Since its founding, Genspace has grown to 12 members. A few hail from the sciences. The chief technology officer for Bodega Algae in Boston tries out new ideas here as she attempts to create an algae-based biofuel. But most of the Genspace DIY-ers come from the arts, banking, architecture, and other areas far removed from the world of genes and cells. The learning curve can be steep. Jorgensen estimates that it takes an hour to teach new hobbyists how to use a standard laboratory pipette.

Funding for Genspace has been tight, in part because so many of its outreach efforts are done for free. In one project, local school-children were taught to extract DNA from strawberries. Classes typically cost just $300, lab materials included. “I teach a biotech crash course, and Dr. Medvedik teaches synthetic biology,” Jorgensen says.

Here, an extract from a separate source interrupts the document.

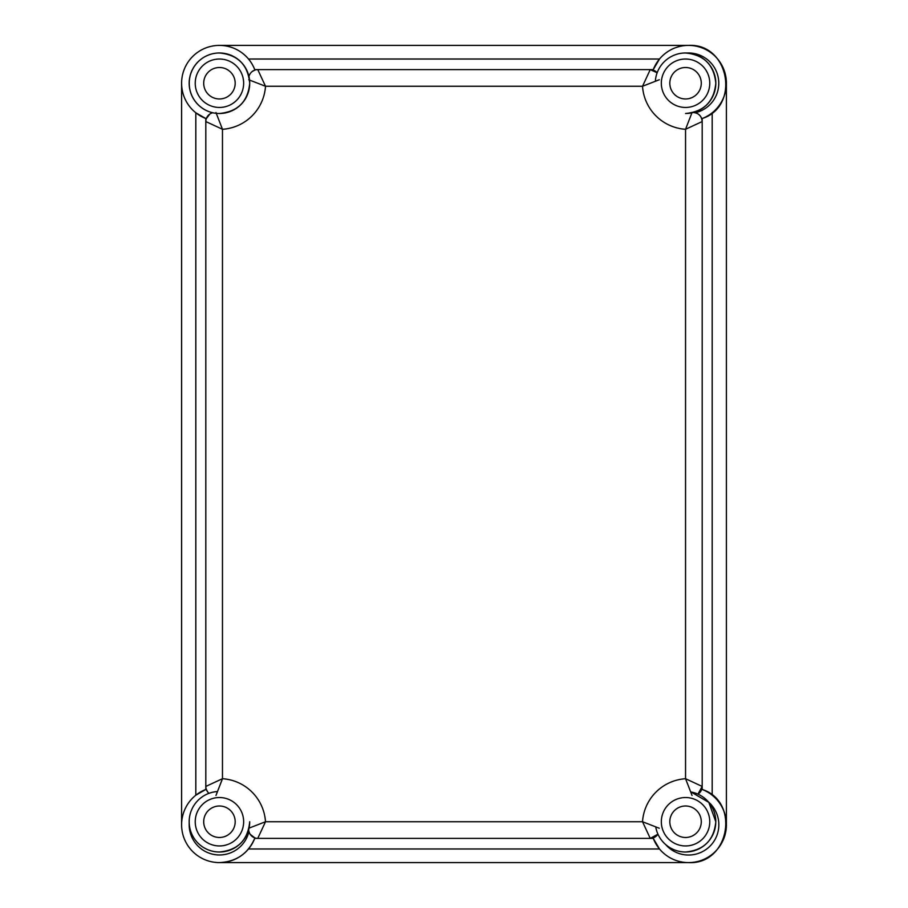 <?xml version="1.0" encoding="UTF-8"?>
<svg xmlns="http://www.w3.org/2000/svg" width="908" height="908" viewBox="0 0 908 908"><rect width="100%" height="100%" fill="white"/><g stroke="black" fill="none" stroke-linecap="round" stroke-linejoin="round"><path stroke-width="1.36" d="M181.6 84.467A39.35 39.35 0 0 0 181.6 84.75L181.6 823.25A39.35 39.35 0 0 0 181.6 823.533M250.165 834.282L254.91 837.925A37.83 37.83 -90 0 1 219.43 862.6L688.57 862.6A37.83 37.83 -90 0 1 659.492 848.98L653.272 838.39A37.83 37.83 -90 0 1 653.102 837.925A37.83 37.83 -90 0 0 688.57 862.6A37.83 37.83 -90 0 1 653.102 837.925M189.216 823.25A30.27 30.27 90 0 0 248.951 831.49L249.621 833.317M701.736 789.302A37.83 37.83 -90 0 1 688.57 862.6C729.306 864.938 740.724 801.253 701.736 789.302M215.968 795.465L222.471 778.712A46.16 46.16 -90 0 1 265.499 821.74L642.524 821.74A46.16 46.16 -90 0 1 685.551 778.712L692.044 795.465M254.739 838.39L257.758 838.39L265.499 821.74L248.747 828.244M726.4 824.021L726.4 83.979M195.822 795.204L195.822 112.796A37.83 37.83 -90 0 1 181.6 83.23L181.6 824.77A37.83 37.83 -90 0 1 195.822 795.204L205.81 789.472L205.81 121.558A9.08 9.08 -90 0 1 206.275 118.698A37.83 37.83 -90 0 1 219.441 45.4L688.57 45.4A37.83 37.83 -90 0 1 701.736 118.698C740.724 106.735 729.294 43.051 688.57 45.4A37.83 37.83 -90 0 1 701.736 118.698M205.81 789.472A37.83 37.83 -90 0 1 206.275 789.302A9.08 9.08 -90 0 1 205.81 786.442L222.471 778.712L222.471 129.288L205.821 121.558L205.81 118.528L195.822 112.796M248.508 848.98L659.492 848.98M659.265 828.244L642.524 821.74L650.253 838.39L653.272 838.39M702.19 789.472L702.19 786.805M712.178 795.192L712.178 112.808M209.873 113.988L206.275 118.698A37.83 37.83 -90 0 1 205.81 118.528M248.508 59.02L659.492 59.02A37.83 37.83 -90 0 1 688.57 45.4A37.83 37.83 -90 0 0 653.102 70.075A37.83 37.83 -90 0 1 653.272 69.61L659.492 59.02M254.739 69.61L653.272 69.61M657.937 834.146L650.253 838.39A9.08 9.08 -90 0 0 657.937 834.146A9.08 9.08 -90 0 1 650.253 838.39L257.758 838.39A9.08 9.08 -90 0 1 254.91 837.925C248.224 853.531 236.398 861.76 219.441 862.6A37.83 37.83 -90 0 1 206.275 789.302L207.762 792.048M206.275 118.698A37.83 37.83 -90 0 1 219.441 45.4A37.83 37.83 -90 0 1 254.91 70.075A9.08 9.08 -90 0 1 257.758 69.61L265.499 86.26A46.16 46.16 -90 0 1 222.471 129.288L215.968 112.535M248.951 831.49A9.08 9.08 -90 0 1 248.69 829.537A9.08 9.08 -90 0 0 257.758 838.39A9.08 9.08 -90 0 1 248.69 829.537M205.821 786.442A9.08 9.08 -90 0 0 208.988 793.331A9.08 9.08 -90 0 1 205.821 786.442L205.821 121.558A9.08 9.08 -90 0 1 212.71 112.74L210.974 113.364M219.441 45.4A37.83 37.83 -90 0 1 254.91 70.075L252.197 71.516M248.747 79.756L265.499 86.26L642.524 86.26L650.253 69.61A9.08 9.08 -90 0 1 657.142 72.776L650.253 69.61A9.08 9.08 -90 0 1 657.142 72.776M248.951 76.51A9.08 9.08 -90 0 1 257.758 69.61A9.08 9.08 -90 0 0 248.951 76.51M702.19 786.442L702.19 121.558A9.08 9.08 -90 0 0 693.349 112.478A9.08 9.08 -90 0 1 702.19 121.558L685.551 129.288L685.551 778.712L702.19 786.442A9.08 9.08 -90 0 1 697.946 794.125A9.08 9.08 -90 0 0 702.19 786.442L697.946 794.125M659.265 79.756L642.524 86.26A46.16 46.16 -90 0 0 685.551 129.288L692.044 112.535M702.19 121.195L702.19 118.528M685.551 805.998A15.742 15.742 -90 0 1 701.282 821.74A15.742 15.742 -90 0 1 685.551 837.482A15.742 15.742 -90 0 1 669.809 821.74A15.742 15.742 -90 0 1 685.551 805.998A15.742 15.742 -90 0 1 701.282 821.74A15.742 15.742 -90 0 1 685.551 837.482M691.045 791.98A30.27 30.27 -90 0 1 715.81 821.74L708.808 802.377L691.045 791.98A30.27 30.27 -90 0 1 685.551 852.01A30.27 30.27 -90 0 1 655.78 827.233M219.441 805.998A15.742 15.742 -90 0 1 235.183 821.74A15.742 15.742 -90 0 1 219.441 837.482A15.742 15.742 -90 0 1 203.698 821.74A15.742 15.742 -90 0 1 219.441 805.998A15.742 15.742 -90 0 1 235.183 821.74A15.742 15.742 -90 0 1 219.441 837.482M219.441 852.01C237.828 850.217 247.918 840.127 249.711 821.74A30.27 30.27 -90 0 1 219.441 852.01A30.27 30.27 -90 0 1 189.17 821.74A30.27 30.27 -90 0 1 217.114 791.56A30.27 30.27 -90 0 0 189.17 821.74M219.441 67.498A15.742 15.742 -90 0 1 235.183 83.23A15.742 15.742 -90 0 1 219.441 98.972A15.742 15.742 -90 0 1 203.698 83.23A15.742 15.742 -90 0 1 219.441 67.498A15.742 15.742 -90 0 1 235.183 83.23A15.742 15.742 -90 0 1 219.441 98.972M189.17 83.23A30.27 30.27 -90 0 1 219.441 52.97A30.27 30.27 -90 0 1 249.711 83.23A30.27 30.27 -90 0 1 219.441 113.5A30.27 30.27 -90 0 1 189.17 83.23A30.27 30.27 -90 0 1 219.441 52.97A30.27 30.27 -90 0 1 249.711 83.23C247.918 101.617 237.828 111.707 219.441 113.5M685.551 67.498A15.742 15.742 -90 0 1 701.282 83.23A15.742 15.742 -90 0 1 685.551 98.972A15.742 15.742 -90 0 1 669.809 83.23A15.742 15.742 -90 0 1 685.551 67.498A15.742 15.742 -90 0 1 701.282 83.23A15.742 15.742 -90 0 1 685.551 98.972M715.81 83.23A30.27 30.27 -90 0 1 685.551 113.5C703.938 111.707 714.017 101.617 715.81 83.23C714.017 64.854 703.938 54.764 685.551 52.97A30.27 30.27 -90 0 1 715.81 83.23A30.27 30.27 -90 0 0 685.551 52.97A30.27 30.27 -90 0 0 655.372 80.903A30.27 30.27 -90 0 1 685.551 52.97M665.712 844.599A30.27 30.27 90 0 0 716.934 835.349A30.27 30.27 90 0 0 708.41 801.912M653.102 70.075A37.83 37.83 -90 0 1 688.57 45.4M695.301 112.74A30.27 30.27 90 0 0 687.061 53.005M249.711 83.23C247.918 64.854 237.828 54.764 219.441 52.97A30.27 30.27 90 0 0 212.71 112.74M219.441 862.6A37.83 37.83 -90 0 1 206.275 789.302M709.761 821.74A24.21 24.21 -90 0 1 685.551 845.95A24.21 24.21 -90 0 1 661.33 821.74A24.21 24.21 -90 0 1 685.551 797.53A24.21 24.21 -90 0 1 709.761 821.74M243.65 821.74A24.21 24.21 -90 0 1 219.441 845.95A24.21 24.21 -90 0 1 195.231 821.74A24.21 24.21 -90 0 1 219.441 797.53A24.21 24.21 -90 0 1 243.65 821.74M243.65 83.23A24.21 24.21 -90 0 1 219.441 107.45A24.21 24.21 -90 0 1 195.231 83.23A24.21 24.21 -90 0 1 219.441 59.02A24.21 24.21 -90 0 1 243.65 83.23M709.761 83.23A24.21 24.21 -90 0 1 685.551 107.45A24.21 24.21 -90 0 1 661.33 83.23A24.21 24.21 -90 0 1 685.551 59.02A24.21 24.21 -90 0 1 709.761 83.23M702.19 121.558C701.68 116.111 698.706 113.091 693.258 112.478M715.81 821.74C714.017 840.127 703.938 850.217 685.551 852.01"/></g></svg>

One common teaching tool at Genspace is BioBricks, preassembled DNA sequences that allow do-it-yourselfers to program organisms the way a software engineer assembles lines of code. Many projects here quickly reach beyond the lab and out into the world. “We are sending a weather balloon into the stratosphere to do microbial sampling,” Jorgensen says. “Hopefully this will result in microbial mapping of the stratosphere and become a blueprint for other groups interested in putting together a community laboratory of their own.”